Records for this task:
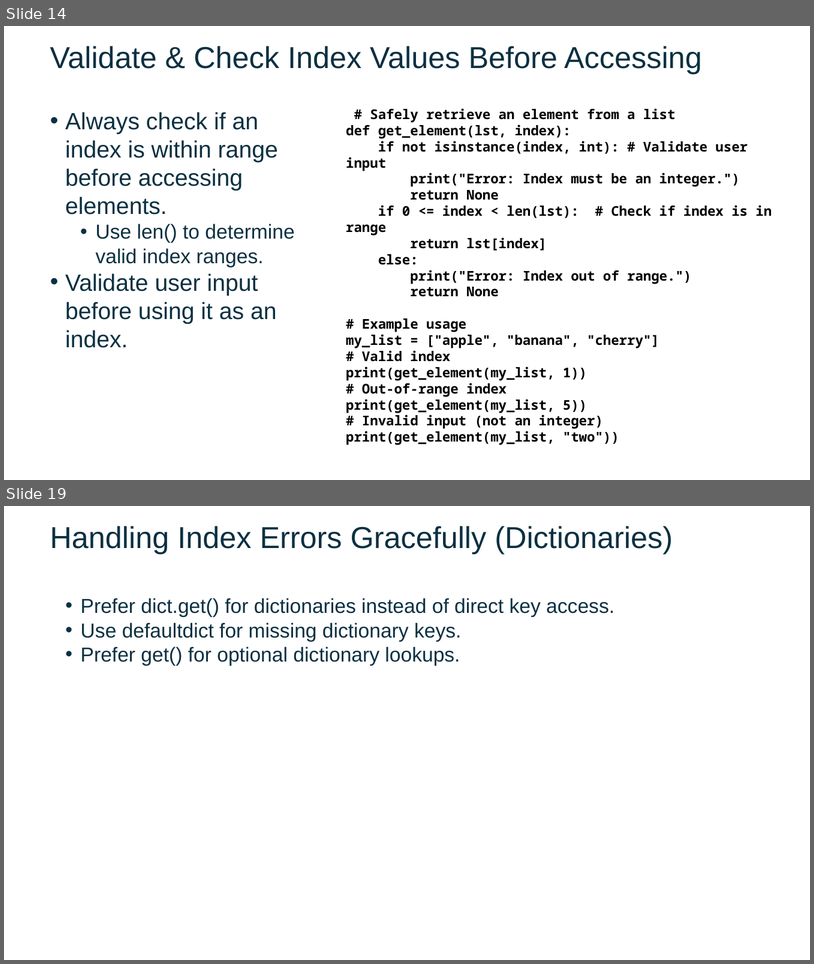
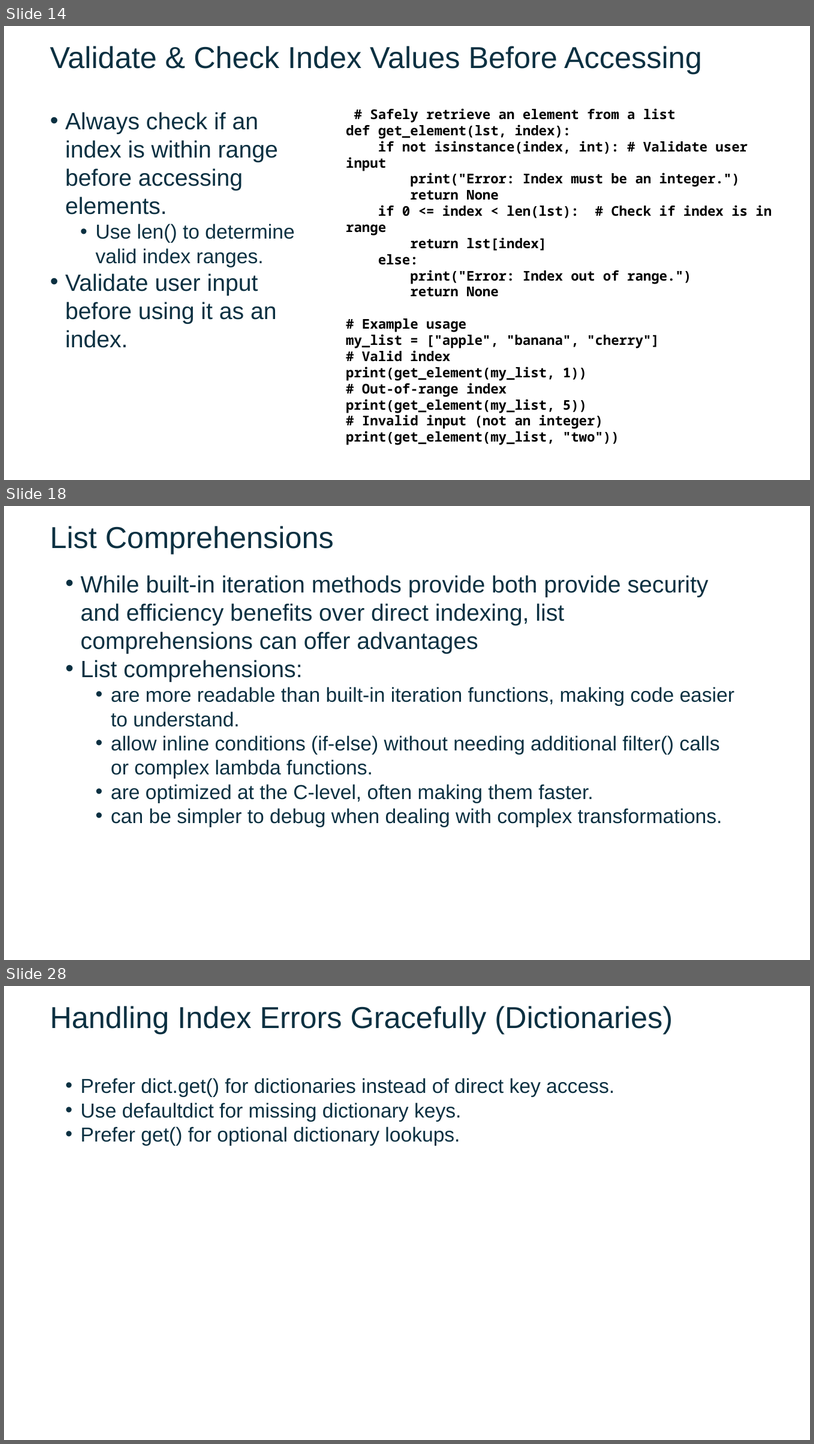
Before and after one commit to FSCJ-FacultyDev/SWC-Columbus-2025, a slide deck: Slides-Day2.pptx. Shown one above the other, each under a label of ours: slides 14 and 19 before the commit, slides 14, 18 and 28 after it; the slides between them are not shown. The pictures are 814x964 and 814x1444 pixels, drawn with LibreOffice and Linux fonts; fonts in the diff are those of the drawing; background and template pictures are left out. Boxes give left, top, right and bottom in pixels: in the first picture for what was removed or moved away, otherwise in the second. Text is boxed around its words. In the diff, an @@ line names an element or a change of style, - is before the commit and + after.

```diff
--- a/Slides-Day2.pptx
+++ b/Slides-Day2.pptx
@@ slide 18 added at [4,506,810,960], background picture (left out) @@
@@ text added at [50,526,334,554], 36 pt, text #0B3041 @@
+List Comprehensions
@@ text added at [81,575,735,827], 24 pt, text #0B3041 @@
+  • While built-in iteration methods provide both provide security and efficiency benefits over direct indexing, list comprehensions can offer advantages
+  • List comprehensions:
+    • are more readable than built-in iteration functions, making code easier to understand.
+    • allow inline conditions (if-else) without needing additional filter() calls or complex lambda functions.
+    • are optimized at the C-level, often making them faster.
+    • can be simpler to debug when dealing with complex transformations.
@@ what was slide 19 is now slide 28 @@
```
Also in this commit, not shown: 3 slides changed, 9 other slides added, 1 slide removed, 4 other files.

Prompt: When the word "shown" occurs in a line above, list that line.

Solution for this exercise:
Before and after one commit to FSCJ-FacultyDev/SWC-Columbus-2025, a slide deck: Slides-Day2.pptx. Shown one above the other, each under a label of ours: slides 14 and 19 before the commit, slides 14, 18 and 28 after it; the slides between them are not shown. The pictures are 814x964 and 814x1444 pixels, drawn with LibreOffice and Linux fonts; fonts in the diff are those of the drawing; background and template pictures are left out. Boxes give left, top, right and bottom in pixels: in the first picture for what was removed or moved away, otherwise in the second. Text is boxed around its words. In the diff, an @@ line names an element or a change of style, - is before the commit and + after.
Also in this commit, not shown: 3 slides changed, 9 other slides added, 1 slide removed, 4 other files.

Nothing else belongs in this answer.